Once you've identified which columns you actually query by, order them from low cardinality to high cardinality. Why? A low-cardinality column at the front eliminates large chunks of granules in one step. If event_type has 10 unique values and user_id has 1 million, putting event_type first eliminates ~90% of granules immediately.

Compression benefits from good ordering too. The documentation shows 3:1 compression with poor ordering → 39:1 with optimal ordering. Same data, 13x better compression from column order alone.

Vectorized Execution

Traditional databases process row by row:

for each row:
    apply filter
    compute aggregation

ClickHouse processes in batches:

for each batch of 65,536 rows:
    apply filter to entire batch (SIMD)
    compute aggregation on batch (SIMD)

SIMD means Single Instruction, Multiple Data. One CPU instruction processes multiple values simultaneously. Modern CPUs support AVX2 (4 doubles at once) and AVX-512 (8 doubles at once).

ClickHouse has multiple SIMD implementations per operator and auto-selects based on your CPU at runtime. It has 30+ precompiled hash table variants for different data patterns.

In practice, this means 10-100x faster aggregations compared to row-at-a-time processing. It's why ClickHouse aggregates billions of rows in seconds while PostgreSQL takes minutes on the same data.

Compression

Columnar storage has another advantage: similar values sit next to each other, and similar values compress well. Timestamps next to timestamps achieve 10:1 to 30:1 compression. With monotonic sequences, ClickHouse hits 800:1 using DoubleDelta encoding.

Every column stored on disk gets compressed. The smaller it is on disk, the less I/O your query needs. ClickHouse applies compression in two layers:

A specialized codec transforms the data to make it more compressible
A general compression algorithm actually shrinks it

First you fold everything neatly, then you vacuum-seal the bag.

General compression

These algorithms work on any data.
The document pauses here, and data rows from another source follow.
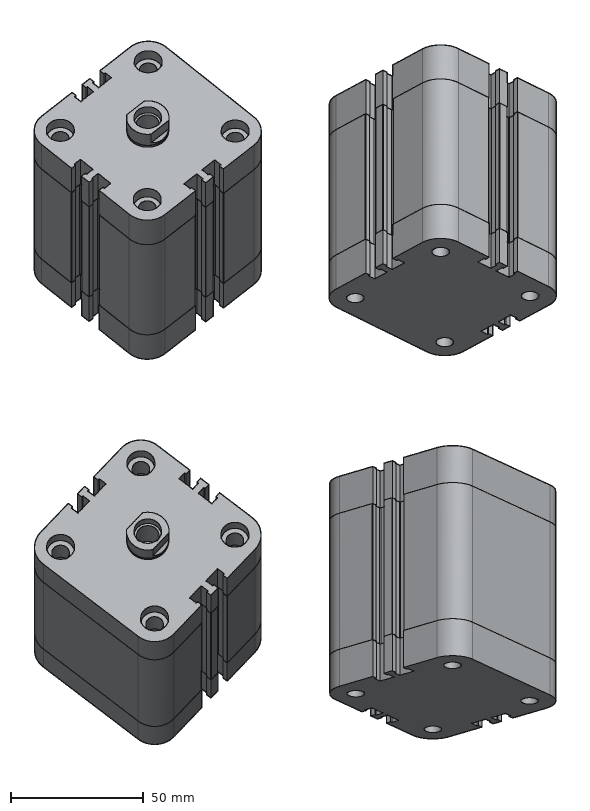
import cadquery as cq
import math

side = 66.0
total_height = 93.0
rod_projection = 8.0
cap_height = 15.0
corner_radius = 9.6
body_height = total_height - rod_projection
barrel_height = body_height - 2 * cap_height

bolt_spacing = 46.5
bolt_hole_diameter = 6.6
bolt_head_diameter = 10.5
bolt_head_depth = 5.0

slot_depth = 5.4
lip_depth = 2.1
mouth_inner_edge = 2.0
mouth_outer_edge = 7.35
pocket_inner_edge = 1.4
pocket_outer_edge = 8.1
barrel_mouth_outer_edge = 7.4
barrel_lip_chamfer = 0.2
barrel_pocket_chamfer = 0.4
slot_face_angles = (0, 90, -90)

rod_diameter = 16.0
rod_neck_diameter = 15.8
neck_projection = 1.1
across_flats = 13.0
flat_length = 5.2
ledge_slope = 30.0
thread_relief_diameter = 10.3
thread_relief_depth = 3.7
thread_diameter = 8.5
thread_depth = 16.7


def bolt_points(workplane):
    """Put one point on each of the four bolt axes."""
    return workplane.rect(bolt_spacing, bolt_spacing, forConstruction=True).vertices()


def t_slot(height, mouth_outer, lip_chamfer, floor_chamfer):
    """One T-slot cutter in the -Y face, on the +X side of the middle."""
    face = -side / 2
    lip = face + lip_depth
    floor = face + slot_depth
    mouth_width = mouth_outer - mouth_inner_edge
    mouth = (
        cq.Workplane("XY")
        .center((mouth_outer + mouth_inner_edge) / 2, (face + lip) / 2)
        .rect(mouth_width, lip_depth)
        .extrude(height)
    )
    pocket = (
        cq.Workplane("XY")
        .center((pocket_outer_edge + pocket_inner_edge) / 2, (lip + floor) / 2)
        .rect(pocket_outer_edge - pocket_inner_edge, slot_depth - lip_depth)
        .extrude(height)
    )
    if floor_chamfer > 0:
        pocket = pocket.faces(">Y").edges("|Z").chamfer(floor_chamfer)
    slot = mouth.union(pocket)
    if lip_chamfer > 0:
        flare = (
            cq.Workplane("XY")
            .moveTo(mouth_inner_edge - lip_chamfer, face)
            .lineTo(mouth_outer + lip_chamfer, face)
            .lineTo(mouth_outer, face + lip_chamfer)
            .lineTo(mouth_inner_edge, face + lip_chamfer)
            .close()
            .extrude(height)
        )
        slot = slot.union(flare)
    return slot


def slotted_block(height, mouth_outer=mouth_outer_edge, lip_chamfer=0.0, floor_chamfer=0.0):
    """Rounded square block on Z = 0 with T-slots on three faces and bolt holes."""
    block = cq.Workplane("XY").rect(side, side).extrude(height).edges("|Z").fillet(corner_radius)
    slot = t_slot(height, mouth_outer, lip_chamfer, floor_chamfer)
    slot_pair = slot.union(slot.mirror("YZ"))
    for angle in slot_face_angles:
        block = block.cut(slot_pair.rotate((0, 0, 0), (0, 0, 1), angle))
    bolt_holes = bolt_points(cq.Workplane("XY")).circle(bolt_hole_diameter / 2).extrude(height)
    return block.cut(bolt_holes)


def make_end_cap():
    return slotted_block(cap_height)


def make_barrel():
    barrel = slotted_block(
        barrel_height, barrel_mouth_outer_edge, barrel_lip_chamfer, barrel_pocket_chamfer
    )
    return barrel.translate((0, 0, cap_height))


def make_front_cap():
    """Cap with bolt head counterbores and a through bore for the rod."""
    head_recesses = (
        bolt_points(cq.Workplane("XY").workplane(offset=cap_height))
        .circle(bolt_head_diameter / 2)
        .extrude(-bolt_head_depth)
    )
    rod_bore = cq.Workplane("XY").circle(rod_neck_diameter / 2).extrude(cap_height)
    cap = slotted_block(cap_height).cut(head_recesses).cut(rod_bore)
    return cap.translate((0, 0, cap_height + barrel_height))


def flat_cutter():
    """Cutter for the flat on the +X side, ending in a ledge that slopes down outwards."""
    flat_x = across_flats / 2
    outside_x = rod_diameter
    flat_bottom = total_height - flat_length
    ledge_drop = (outside_x - flat_x) * math.tan(math.radians(ledge_slope))
    return (
        cq.Workplane("XZ")
        .moveTo(flat_x, total_height)
        .lineTo(flat_x, flat_bottom)
        .lineTo(outside_x, flat_bottom - ledge_drop)
        .lineTo(outside_x, total_height)
        .close()
        .extrude(rod_diameter, both=True)
    )


def make_rod():
    """Rod reaching down through the front cap, with wrench flats and a stepped thread hole."""
    neck_bottom = cap_height + barrel_height
    head_bottom = body_height + neck_projection
    neck = (
        cq.Workplane("XY", origin=(0, 0, neck_bottom))
        .circle(rod_neck_diameter / 2)
        .extrude(head_bottom - neck_bottom)
    )
    head = (
        cq.Workplane("XY", origin=(0, 0, head_bottom))
        .circle(rod_diameter / 2)
        .extrude(total_height - head_bottom)
    )
    cutter = flat_cutter()
    thread_hole = cq.Workplane("XY", origin=(0, 0, total_height))
    relief = thread_hole.circle(thread_relief_diameter / 2).extrude(-thread_relief_depth)
    thread = thread_hole.circle(thread_diameter / 2).extrude(-thread_depth)
    return neck.union(head).cut(cutter).cut(cutter.mirror("YZ")).cut(relief).cut(thread)


end_cap = make_end_cap()
barrel = make_barrel()
front_cap = make_front_cap()
piston_rod = make_rod()

result = cq.Compound.makeCompound(
    [end_cap.val(), barrel.val(), front_cap.val(), piston_rod.val()]
)

You choose one based on a simple tradeoff:

Codec	Speed	Compression
`LZ4`	Faster decompression	Good (2-3x reduction)
`ZSTD`	Slightly slower	~30% better than LZ4

Both decompress faster than most SSDs can read, so in practice you rarely notice the speed difference. LZ4 is the default and a safe choice. Use ZSTD when storage cost matters more than marginal CPU savings.

Specialized codecs

These don't compress data themselves. They transform it into a form that general compression can handle much better. Each one targets a specific pattern:

Delta stores the difference between consecutive values instead of the values themselves.

Original:      [1000, 1001, 1002, 1003]
After Delta:   [1000, 1, 1, 1]

A column full of small numbers like 1, 1, 1 compresses much better than 1000, 1001, 1002. Good for timestamps and any monotonically increasing column.

DoubleDelta goes one step further and stores the delta of the deltas.

Original:           [1000, 1005, 1010, 1015]
After Delta:        [1000, 5, 5, 5]
After DoubleDelta:  [1000, 5, 0, 0, 0]

When the interval between values is constant (like a sensor reporting every 5 seconds), the second delta is all zeros. This can hit 800:1 compression on regular time-series data. Good for counters and regular-interval sequences.

Gorilla uses XOR encoding, designed for floating-point numbers. It XORs each value with the previous one. When consecutive floats are similar, the result is mostly zeros.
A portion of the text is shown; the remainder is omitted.